■ **TASK REQUIREMENTS**
Copy each line of the records that includes "docs".

(Entries taken from a collection)
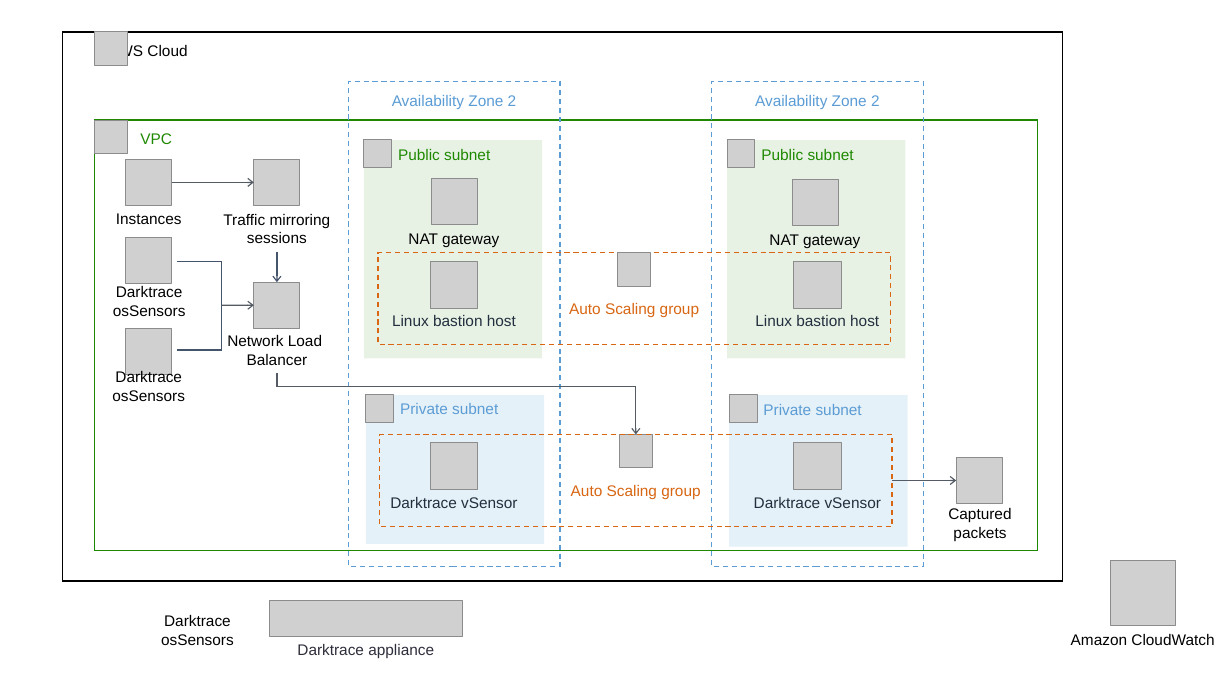
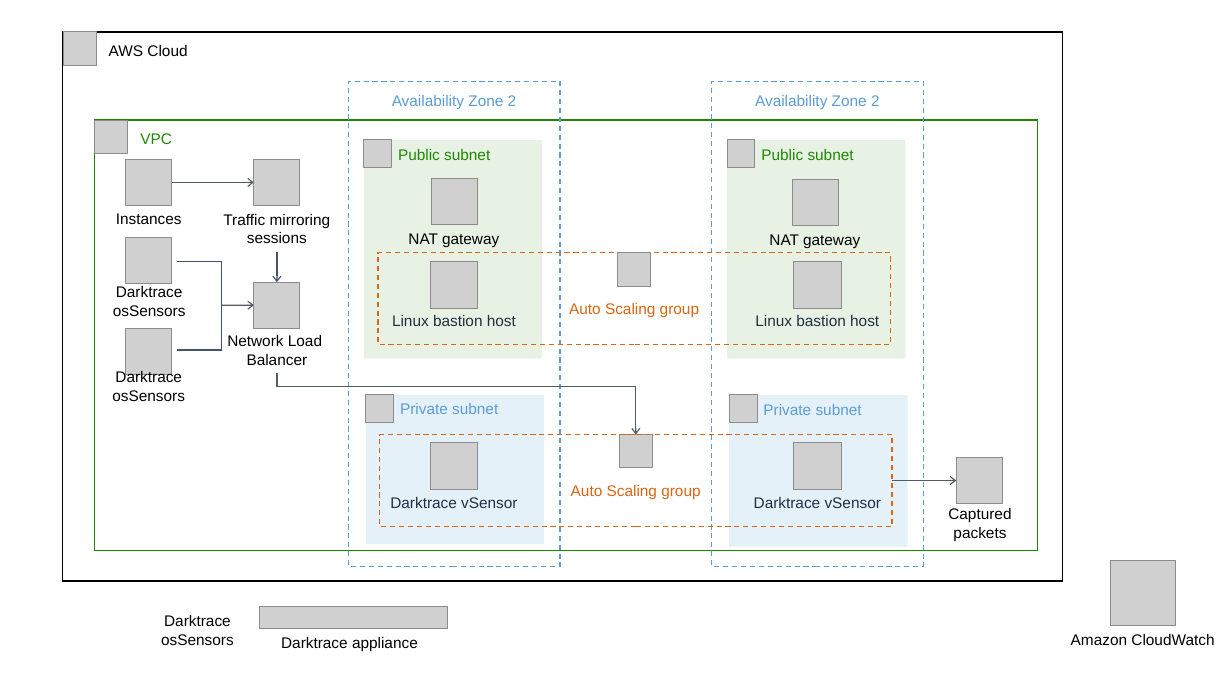
Before and after one commit to aws-quickstart/quickstart-darktrace-vsensor, a slide deck: slide 2 of docs/images/darktrace-vsensor-architecture-diagram.pptx. Drawn at 1232x693 pixels with LibreOffice and Linux fonts; fonts in the diff are those of the drawing; grey boxes stand for pictures. Boxes give left, top, right and bottom in pixels: in the first picture for what was removed or moved away, otherwise in the second. Text is boxed around its words. In the diff, an @@ line names an element or a change of style, - is before the commit and + after.

```diff
--- a/docs/images/darktrace-vsensor-architecture-diagram.pptx
+++ b/docs/images/darktrace-vsensor-architecture-diagram.pptx
@@ picture: place and size @@
-picture at [94, 31, 128, 65]
+picture at [63, 31, 96, 65]
@@ picture: place and size @@
-picture at [270, 601, 462, 637]
+picture at [260, 607, 447, 629]
@@ text "Darktrace appliance": place and size @@
-text "Darktrace appliance" at [297, 644, 434, 658]
+text "Darktrace appliance" at [281, 637, 418, 652]
@@ text "Darktrace appliance" at [281, 637, 418, 652]: text colour #2D2E3B to #000000 @@
```
Also in this commit, not shown: 3 other slides changed, 3 other files.

■ **REPLY TO THE EXERCISE**
Before and after one commit to aws-quickstart/quickstart-darktrace-vsensor, a slide deck: slide 2 of docs/images/darktrace-vsensor-architecture-diagram.pptx. Drawn at 1232x693 pixels with LibreOffice and Linux fonts; fonts in the diff are those of the drawing; grey boxes stand for pictures. Boxes give left, top, right and bottom in pixels: in the first picture for what was removed or moved away, otherwise in the second. Text is boxed around its words. In the diff, an @@ line names an element or a change of style, - is before the commit and + after.
--- a/docs/images/darktrace-vsensor-architecture-diagram.pptx
+++ b/docs/images/darktrace-vsensor-architecture-diagram.pptx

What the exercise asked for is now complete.